_WHAT TO PRODUCE:_
Below are the records; copy each line in them that holds the word "circle".
*** Opening of MATERIAL FOR THIS TASK ***
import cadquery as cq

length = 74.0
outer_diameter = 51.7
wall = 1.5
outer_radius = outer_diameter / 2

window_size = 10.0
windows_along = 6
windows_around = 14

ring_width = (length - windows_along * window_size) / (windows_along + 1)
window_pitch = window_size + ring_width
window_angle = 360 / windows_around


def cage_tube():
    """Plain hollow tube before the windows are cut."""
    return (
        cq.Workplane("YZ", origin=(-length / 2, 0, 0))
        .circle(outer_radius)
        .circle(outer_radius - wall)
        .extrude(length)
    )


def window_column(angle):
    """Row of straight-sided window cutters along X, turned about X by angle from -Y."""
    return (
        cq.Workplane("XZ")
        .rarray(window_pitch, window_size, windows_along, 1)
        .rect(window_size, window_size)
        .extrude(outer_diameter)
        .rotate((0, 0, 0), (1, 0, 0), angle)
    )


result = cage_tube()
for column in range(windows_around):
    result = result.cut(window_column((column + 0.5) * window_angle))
*** Close of MATERIAL FOR THIS TASK ***
_RESPONSE TO THE TASK:_
        .circle(outer_radius)
        .circle(outer_radius - wall)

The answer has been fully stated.